Personal information
- Born: August 31, 1978 (age 47) Bellaire, Ohio, U.S.
- Listed height: 6 ft 2 in (1.88 m)
- Listed weight: 245 lb (111 kg)

Career information
- High school: Bellaire
- College: Virginia Tech
- NFL draft: 2002: 4th round, 111th overall pick

Career history

Playing
- Cleveland Browns (2002–2005); Green Bay Packers (2006);

Coaching
- Shenandoah University (2015–present) Wide receivers coach;

Awards and highlights
- Second-team All-American (2001); Third-team All-American (2000);

Career NFL statistics
- Total tackles: 218
- Pass deflections: 4
- Interceptions: 1
- Stats at Pro Football Reference

= Ben Taylor (American football) =

American football player and coach (born 1978)

Benjamin Frazier Taylor (born August 31, 1978) is an American former professional football player who was a linebacker in the National Football League (NFL). He played college football for the Virginia Tech Hokies. Taylor was elected to the Virginia Tech Sports Hall of Fame in 2017. He now teaches physical education and coaches football at Shenandoah University in Virginia.

==College career==
Taylor was a standout for the Virginia Tech Hokies football team, earning All-American honors in 2000 and 2001. He led the Hokies in tackles his junior and senior seasons with 103 tackles in 2000 and 121 in 2001.

==Professional career==
Taylor played in a total of 49 NFL games and had 218 tackles in four seasons with the Browns and one for the Green Bay Packers.

===Cleveland Browns===
Taylor selected by the Browns in the fourth round (111th overall) of the 2002 NFL draft.

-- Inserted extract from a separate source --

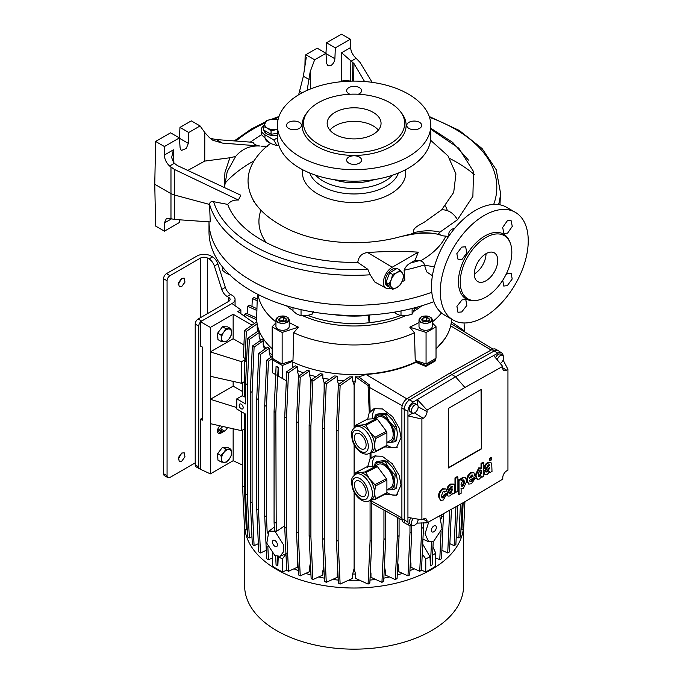 <?xml version="1.0" encoding="UTF-8"?>
<svg xmlns="http://www.w3.org/2000/svg" width="683" height="683" viewBox="0 0 683 683"><rect width="100%" height="100%" fill="white"/><g stroke="black" fill="none" stroke-linecap="round" stroke-linejoin="round"><path stroke-width="1.02" d="M292.998 307.657L292.998 311.055L297.02 314.154L301.041 315.794L306.607 315.691L312.174 314.146L313.71 311.67M312.174 311.875L312.174 314.146M301.041 315.794L301.041 309.647M420.438 260.923A95.185 54.956 0 0 0 445.862 236.13M447.391 210.603A95.185 54.956 0 0 0 445.376 205.924M208.972 221.847L209.041 223.58A145.103 83.778 0 0 0 285.75 295.415A145.103 83.778 0 0 0 431.801 292.273A145.103 83.778 180 0 1 284.427 294.996A145.103 83.778 180 0 1 208.998 221.847M224.553 183.778A145.103 83.778 180 0 1 251.498 162.272A145.103 83.778 180 0 1 253.974 160.881A145.103 83.778 0 0 0 251.498 162.272A145.103 83.778 0 0 0 224.553 183.778M208.998 222.547L208.998 231.674A145.103 83.778 0 0 0 285.263 305.421A145.103 83.778 0 0 0 433.893 301.647M291.974 307.376A82.916 47.87 0 0 0 292.998 308.042A82.916 47.87 0 0 1 291.974 307.376M307.956 315.452A82.916 47.87 0 0 0 382.292 320.694A82.916 47.87 0 0 1 307.956 315.452M368.402 315.042L369.076 322.675L369.247 314.991M368.504 315.375A82.916 47.87 180 0 1 333.466 314.598M260.94 210.253A95.185 54.956 0 0 0 266.327 242.764M449.909 158.593A145.103 83.778 180 0 1 474.258 174.541A145.103 83.778 0 0 0 449.909 158.593M418.542 306.735A86.237 49.791 180 0 1 414.76 309.04M400.426 315.64A86.237 49.791 180 0 1 369.076 322.675M388.226 285.596L387.073 284.931A9.118 5.268 -60 0 1 385.186 281.08M390.454 283.804A9.118 5.268 120 0 0 391.325 287.022L388.883 284.043L391.325 279.578L392.605 274.446L396.908 272.628L400.059 270.144L403.781 275.445L402.492 280.576L400.059 285.042L396.908 287.526L392.605 289.344L391.325 287.022A9.118 5.268 120 0 0 396.908 287.526A9.118 5.268 120 0 0 402.492 280.576A9.118 5.268 120 0 0 402.492 273.132A9.118 5.268 120 0 0 396.908 272.628A9.118 5.268 120 0 0 391.325 279.578A9.118 5.268 120 0 0 390.454 283.804M391.914 269.426A9.118 5.268 -60 0 1 396.055 269.059M392.605 289.344L389.669 287.645L385.938 282.344L389.669 272.748L397.113 268.445L400.059 270.144M389.669 272.748L392.605 274.446M385.938 282.344L388.883 284.043M286.399 305.771A82.95 47.895 0 0 0 292.998 310.492M257.961 294.416A96.568 55.75 0 0 0 275.941 321.958M282.147 363.937L282.147 332.45A109.041 62.956 180 0 1 272.184 326.696L272.184 358.182A109.041 62.956 180 0 0 282.147 363.937L292.981 360.402L293.741 332.732L298.428 327.14A91.59 52.881 180 0 1 289.208 322.47M293.741 332.732A96.568 55.75 0 0 0 414.47 332.732L409.783 327.14L426.064 332.45L426.064 363.937L415.23 360.402L414.47 332.732M419.003 322.47A91.59 52.881 180 0 1 418.867 322.547A91.59 52.881 180 0 1 409.783 327.14M303.209 315.913A82.95 47.895 0 0 0 405.139 315.853M426.064 363.937A109.041 62.956 180 0 0 431.204 361.153A109.041 62.956 180 0 0 436.027 358.182L436.027 326.696A109.041 62.956 180 0 1 431.204 329.667A109.041 62.956 180 0 1 426.064 332.45M413.821 311.337A82.95 47.895 0 0 0 421.812 305.771M257.38 294.117L256.688 317.364A97.43 56.254 0 0 0 272.184 348.774M436.027 348.774A97.43 56.254 0 0 0 451.523 319.106M290.83 361.102A97.43 56.254 0 0 0 417.381 361.102M432.271 321.958A96.568 55.75 0 0 0 441.483 312.959M282.147 332.45L298.428 327.14M272.184 326.696L275.941 322.854M436.027 326.696L432.271 322.854M401.903 281.934L404.857 280.226L404.105 270.22C405.506 266.814 407.717 264.381 410.731 262.912L415.153 260.18L419.072 260.65C422.103 260.983 423.895 262.409 424.425 264.919L426.73 271.936L432.407 275.701M174.507 219.456L174.336 194.971L170.793 193.537L154.759 184.282L155.639 226.082L164.432 231.161L164.372 222.991L166.319 218.628L169.606 218.423L174.507 219.456L210.262 221.932L209.536 204.157A146.418 84.538 0 0 0 370.203 274.797L374.771 281.977L386.074 288.183A12.439 7.18 120 0 0 390.71 288.243M515.366 212.345L506.564 207.265A62.187 35.909 120 0 0 475.47 210.347A62.187 35.909 120 0 0 434.849 265.141A62.187 35.909 120 0 0 444.377 314.974L453.17 320.054A62.187 35.909 -60 0 1 440.296 291.59A62.187 35.909 -60 0 1 484.273 215.418A62.187 35.909 -60 0 1 515.366 212.345A62.187 35.909 -60 0 1 528.241 240.809A62.187 35.909 -60 0 1 484.273 316.972A62.187 35.909 -60 0 1 453.17 320.054M388.823 286.442A9.946 5.746 -60 0 1 387.244 285.989A9.946 5.746 -60 0 1 385.716 278.015A9.946 5.746 -60 0 1 392.213 269.247A9.946 5.746 -60 0 1 396.874 268.59M406.359 235.507L401.553 236.369C361.128 247.92 310.398 243.566 279.458 224.383C268.487 218.056 260.172 210.688 254.503 202.262L253.461 201.143L254.733 201.741L254.503 202.262M430.589 140.237L447.997 155.895L455.937 173.883L453.7 192.418L441.696 209.775L426.448 220.669C422.128 224.237 412.037 227.046 413.505 232.801L409.877 234.739M505.668 275.189L507.606 273.576L511.2 273.132L512.182 279.014L507.341 285.614L503.738 286.057L502.756 280.235M507.341 220.763L511.029 220.37L512.276 226.406L507.606 233.099L503.934 233.509L502.662 227.456L507.341 220.763M461.742 247.092L465.593 246.794L466.924 252.872L461.998 259.429L458.131 259.719L456.825 253.658L461.742 247.092M461.998 299.905L465.789 299.572L466.813 305.472L461.742 311.943L457.96 312.285L456.918 306.368L461.998 299.905M510.124 242.67L509.595 241.381A37.42 21.608 120 0 0 484.879 235.994A37.42 21.608 120 0 0 458.421 281.831A37.42 21.608 120 0 0 475.436 300.546L476.819 300.358A36.481 21.062 120 0 0 486.031 297.003A36.481 21.062 120 0 0 510.124 242.67A36.481 21.062 120 0 0 486.031 237.428A36.481 21.062 120 0 0 460.658 276.453A36.481 21.062 120 0 0 476.819 300.358M325.97 53.342L326.551 42.781L341.5 34.15L350.294 39.23L335.344 47.861L334.892 58.755C334.55 61.683 333.21 63.963 330.862 65.585L327.934 65.858L326.705 63.485L325.962 53.274L314.641 59.814L310.184 71.715L307.137 90.369M486.031 280.756A16.58 9.571 120 0 0 496.865 266.139A16.58 9.571 120 0 0 494.321 252.855A16.58 9.571 120 0 0 486.031 253.675A16.58 9.571 120 0 0 475.197 268.282A16.58 9.571 120 0 0 477.733 281.575A16.58 9.571 120 0 0 486.031 280.756M474.301 273.985A16.58 9.571 120 0 0 486.031 253.675M277.409 125.382L277.409 136.89A76.701 44.284 0 0 0 324.758 177.802A76.701 44.284 0 0 0 408.34 168.197A76.701 44.284 0 0 0 430.802 136.89L430.802 125.382A76.701 44.284 180 0 1 408.34 156.689A76.701 44.284 180 0 1 324.758 166.285A76.701 44.284 180 0 1 277.409 125.382A76.701 44.284 180 0 1 299.871 94.066A76.701 44.284 180 0 1 383.453 84.47A76.701 44.284 180 0 1 430.802 125.382M408.946 122.334A7.462 4.311 180 0 1 417.074 121.395A7.462 4.311 180 0 1 421.684 125.382A7.462 4.311 180 0 1 419.499 128.421A7.462 4.311 180 0 1 411.362 129.36A7.462 4.311 180 0 1 406.761 125.382A7.462 4.311 180 0 1 408.946 122.334M349.935 94.245A7.462 4.311 180 0 1 346.64 90.668A7.462 4.311 180 0 1 348.825 87.62A7.462 4.311 180 0 1 356.961 86.69A7.462 4.311 180 0 1 361.572 90.668A7.462 4.311 180 0 1 359.386 93.716A7.462 4.311 180 0 1 358.276 94.245M288.713 122.334A7.462 4.311 180 0 1 296.849 121.395A7.462 4.311 180 0 1 301.451 125.373A7.462 4.311 180 0 1 299.265 128.421A7.462 4.311 180 0 1 291.137 129.36A7.462 4.311 180 0 1 286.527 125.373A7.462 4.311 180 0 1 288.713 122.334M348.825 157.039A7.462 4.311 180 0 1 356.961 156.108A7.462 4.311 180 0 1 361.572 160.087A7.462 4.311 180 0 1 359.386 163.135A7.462 4.311 180 0 1 351.25 164.065A7.462 4.311 180 0 1 346.64 160.087A7.462 4.311 180 0 1 348.825 157.039M318.338 102.698A50.576 29.198 0 0 0 307.931 111.423A50.576 29.198 0 0 0 325.424 147.4A50.576 29.198 0 0 0 389.873 143.993A50.576 29.198 0 0 0 400.281 111.423A50.576 29.198 0 0 0 318.338 102.698M307.931 111.423L306.624 113.113A52.019 30.035 0 0 0 324.604 150.115A52.019 30.035 0 0 0 390.889 146.614A52.019 30.035 0 0 0 401.587 113.113L400.281 111.423M373.157 134.346A26.944 15.555 0 0 0 381.054 123.35A26.944 15.555 0 0 0 364.415 108.973A26.944 15.555 0 0 0 335.054 112.345A26.944 15.555 0 0 0 327.157 123.35A26.944 15.555 0 0 0 343.797 137.718A26.944 15.555 0 0 0 373.157 134.346M378.365 130.12A26.944 15.555 0 0 0 335.054 125.885A26.944 15.555 0 0 0 329.846 130.12M434.371 266.814L424.408 265.192M415.153 260.18L418.303 252.155L392.213 267.215A12.439 7.18 120 0 0 384.068 278.246A12.439 7.18 120 0 0 386.074 288.183M370.203 274.797L367.821 269.298L357.755 262.357C358.643 256.398 361.947 253.128 367.685 252.556C384.614 251.267 401.493 251.131 418.303 252.155M209.536 204.157C209.826 202.1 211.175 201.272 213.591 201.69L227.721 204.405C240.331 238.734 297.455 263.536 357.755 262.357M154.759 184.282L155.639 141.458L164.432 146.538L164.372 155.041L173.388 149.842L171.638 157.517L173.678 162.776L177.324 165.542L240.809 195.227L238.384 200.017L174.507 169.486L174.336 194.971L209.544 204.448M266.857 146.247L270.459 143.421L261.196 134.355L261.341 129.642A12.439 7.18 0 0 0 264.987 134.858L273.781 139.938L276.999 145.71L278.613 144.711M261.299 134.782L250.285 142.115M210.159 138.333L216.315 139.571L253.154 142.329C253.521 144.156 255.835 145.394 260.095 146.042C250.14 145.402 241.978 148.877 235.618 156.467L227.2 171.672L224.408 187.56M238.384 200.017C233.74 199.829 230.188 201.289 227.721 204.405M448.868 236.053L448.868 233.586A10.783 6.224 0 0 0 449.294 235.439M448.594 236.446L443.429 235.891C431.622 231.716 418.107 231.785 402.885 236.087L401.553 236.369M254.102 201.647C243.122 182.327 247.084 164.099 265.986 146.982L261.598 146.162L266.771 146.119L267.377 146.623L265.986 146.982M386.954 285.801A9.946 5.746 120 0 0 388.593 286.109M164.432 231.161L179.381 222.53L179.569 219.806M298.633 94.8L303.372 76.214L306.291 57.295L305.122 56.621L304.925 66.174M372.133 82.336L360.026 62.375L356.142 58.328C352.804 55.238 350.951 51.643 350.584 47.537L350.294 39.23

His best year was in 2005 when he was second on the Browns with 113 tackles.

===Green Bay Packers===
On March 26, 2006, the Packers signed Taylor to a one-year contract.

==NFL career statistics==

Legend
| Bold | Career high |

Year: Team; Games; Tackles; Interceptions; Fumbles
GP: GS; Cmb; Solo; Ast; Sck; TFL; Int; Yds; TD; Lng; PD; FF; FR; Yds; TD
2002: CLE; 7; 0; 4; 2; 2; 0.0; 0; 0; 0; 0; 0; 0; 0; 0; 0; 0
2003: CLE; 13; 8; 81; 65; 16; 0.0; 4; 1; 0; 0; 0; 1; 0; 0; 0; 0
2004: CLE; 3; 2; 8; 2; 6; 0.0; 1; 0; 0; 0; 0; 0; 0; 0; 0; 0
2005: CLE; 16; 16; 113; 77; 36; 0.0; 2; 0; 0; 0; 0; 3; 0; 0; 0; 0
2006: GNB; 10; 0; 12; 11; 1; 0.0; 0; 0; 0; 0; 0; 0; 0; 0; 0; 0
49; 26; 218; 157; 61; 0.0; 7; 1; 0; 0; 0; 4; 0; 0; 0; 0

==College Coaching==
After finishing his pro career, Taylor is a wide receivers coach for the Shenandoah University football team.